Data provided: Begin
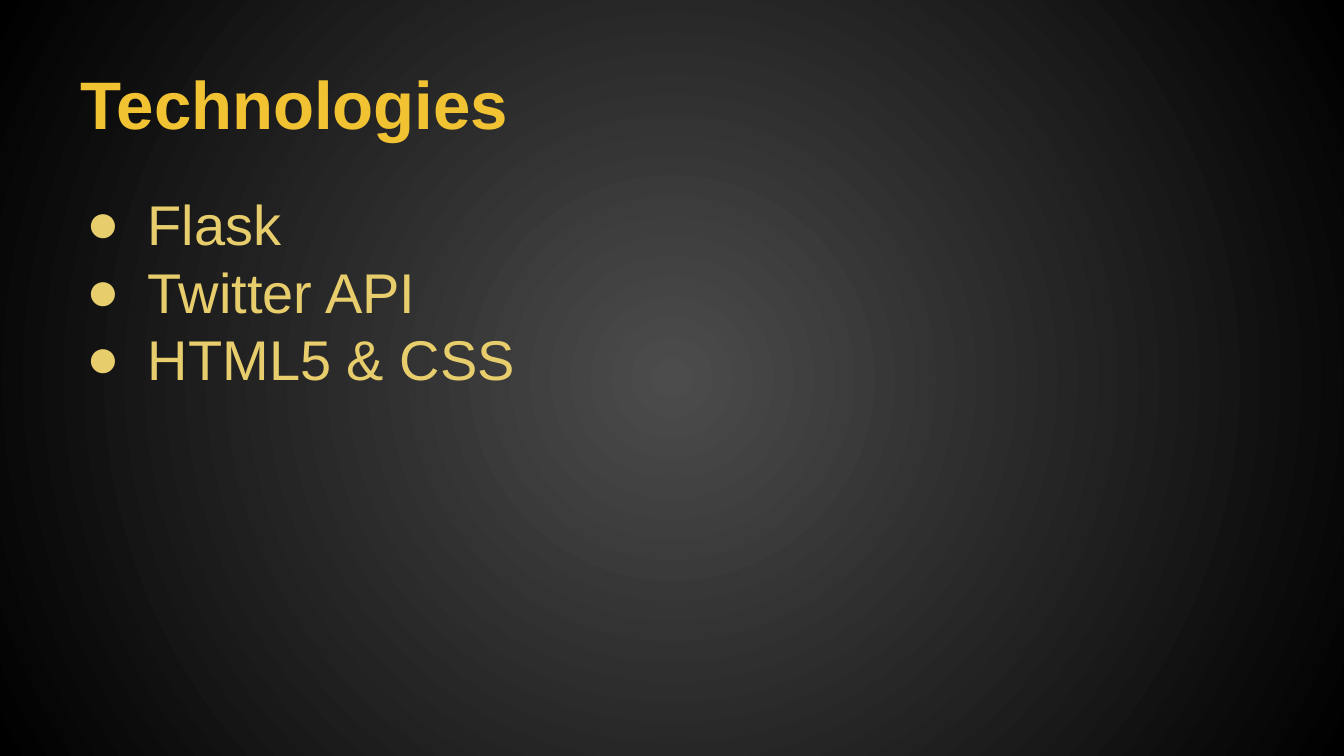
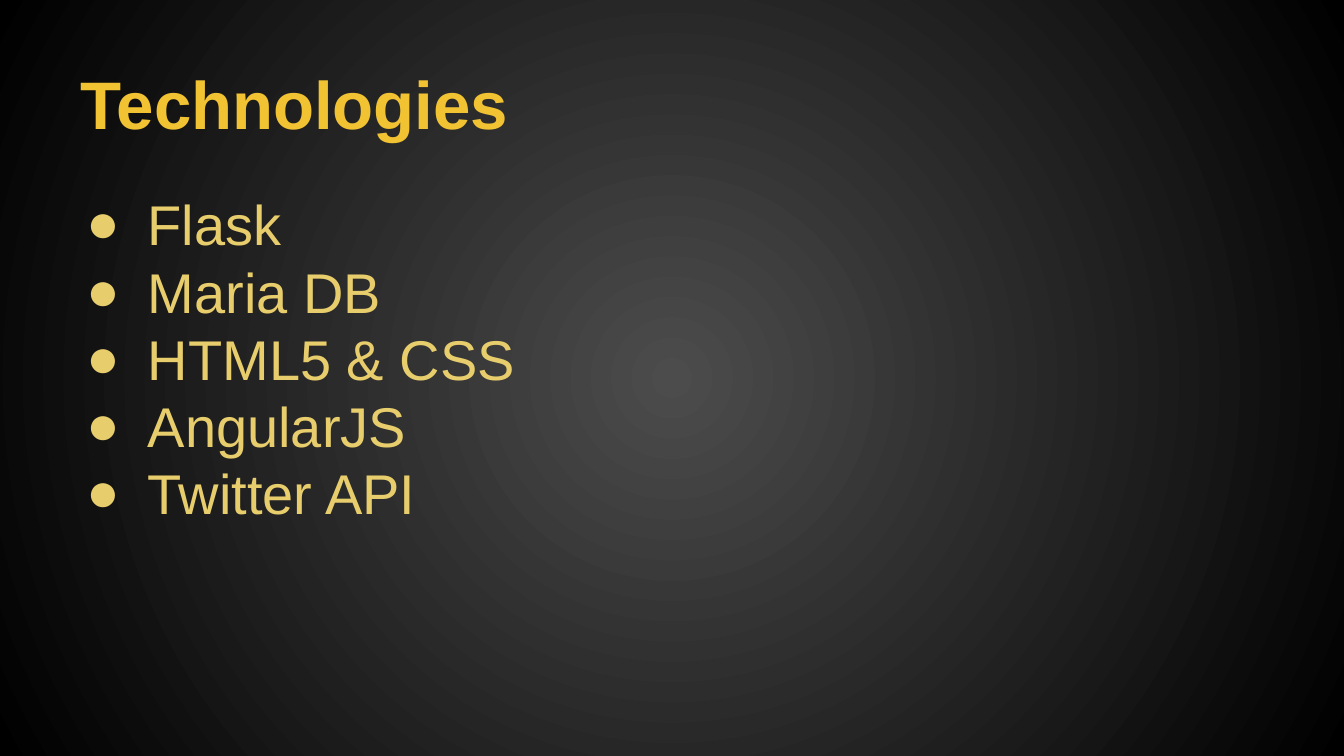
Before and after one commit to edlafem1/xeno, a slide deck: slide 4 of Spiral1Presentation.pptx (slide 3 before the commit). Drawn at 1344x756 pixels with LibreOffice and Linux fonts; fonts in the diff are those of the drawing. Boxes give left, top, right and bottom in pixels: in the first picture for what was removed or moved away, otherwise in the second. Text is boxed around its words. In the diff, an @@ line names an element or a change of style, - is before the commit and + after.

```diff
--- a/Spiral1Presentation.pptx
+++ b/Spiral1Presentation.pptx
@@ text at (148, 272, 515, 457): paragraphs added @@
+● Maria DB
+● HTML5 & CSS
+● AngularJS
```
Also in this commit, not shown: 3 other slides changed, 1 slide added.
Data provided: End
Data provided: Begin
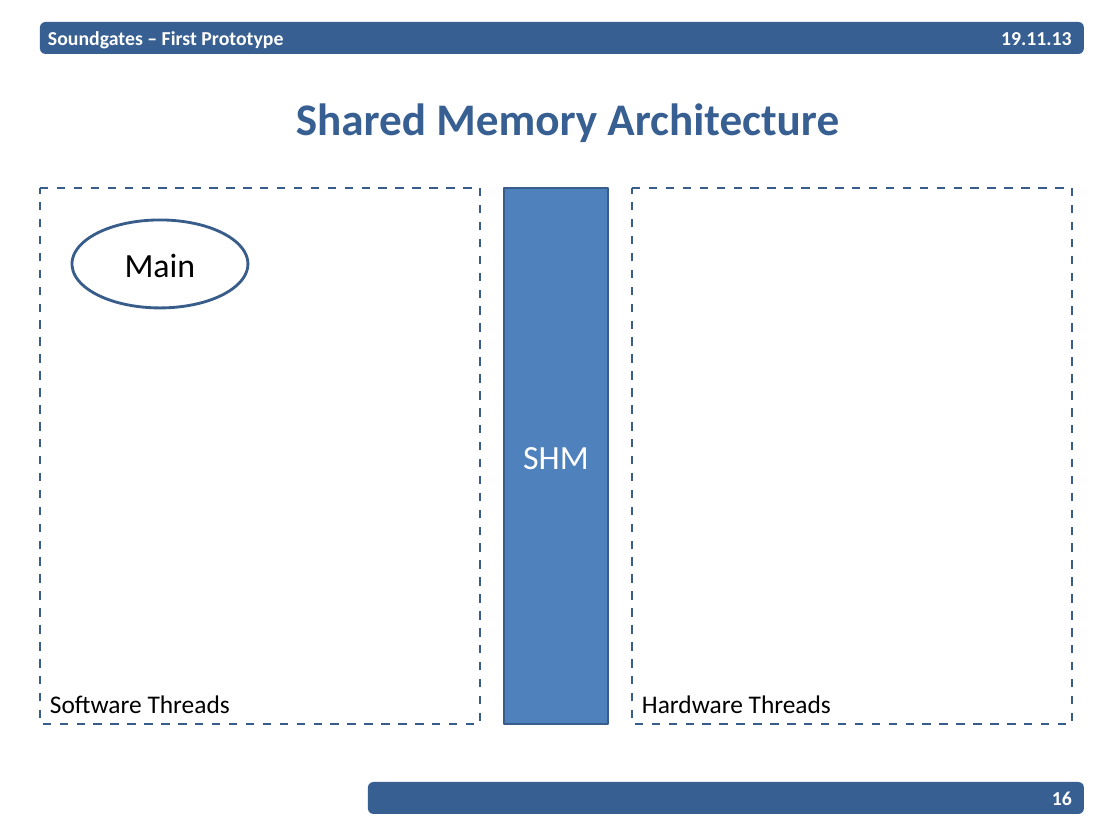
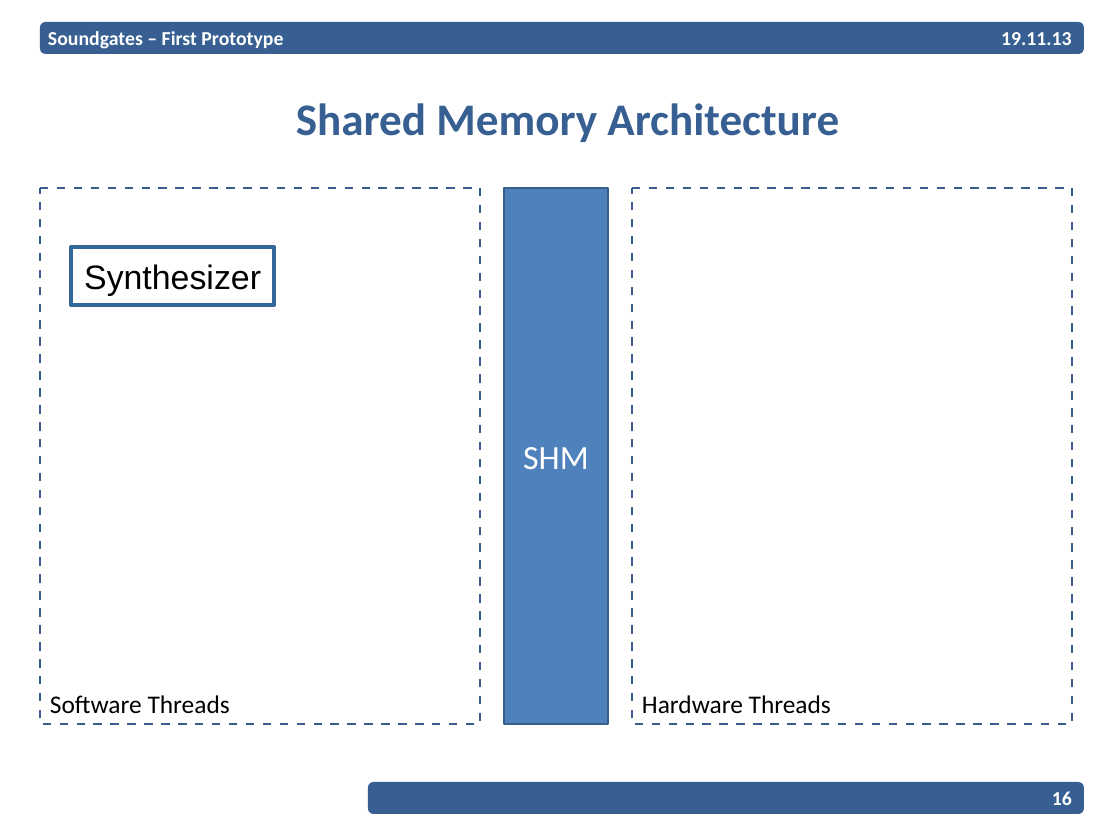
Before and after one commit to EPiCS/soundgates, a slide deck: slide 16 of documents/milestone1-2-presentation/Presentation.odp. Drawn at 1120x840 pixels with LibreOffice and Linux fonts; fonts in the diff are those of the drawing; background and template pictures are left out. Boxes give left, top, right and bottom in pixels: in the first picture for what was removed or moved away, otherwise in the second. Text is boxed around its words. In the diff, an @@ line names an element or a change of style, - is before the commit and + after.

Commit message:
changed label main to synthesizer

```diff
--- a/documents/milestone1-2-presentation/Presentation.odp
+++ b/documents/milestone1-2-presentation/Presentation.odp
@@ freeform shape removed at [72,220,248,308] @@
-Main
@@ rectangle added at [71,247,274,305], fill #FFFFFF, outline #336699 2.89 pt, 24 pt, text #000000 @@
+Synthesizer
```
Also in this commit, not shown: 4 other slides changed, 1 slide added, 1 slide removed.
Data provided: End
Data provided: Begin
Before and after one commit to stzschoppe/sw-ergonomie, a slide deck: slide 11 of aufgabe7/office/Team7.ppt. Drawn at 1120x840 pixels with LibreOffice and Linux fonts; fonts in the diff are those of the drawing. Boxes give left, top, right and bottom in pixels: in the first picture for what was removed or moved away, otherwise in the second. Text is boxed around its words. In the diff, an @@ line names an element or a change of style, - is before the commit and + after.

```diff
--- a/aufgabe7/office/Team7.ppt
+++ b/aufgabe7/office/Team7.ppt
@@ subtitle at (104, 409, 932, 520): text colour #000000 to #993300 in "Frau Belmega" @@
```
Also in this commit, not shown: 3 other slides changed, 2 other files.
Data provided: End
Task statement ▸ Check the lines above for the word "changed" and give the number of lines where it appears, with no other text.

Task answer ▸ 4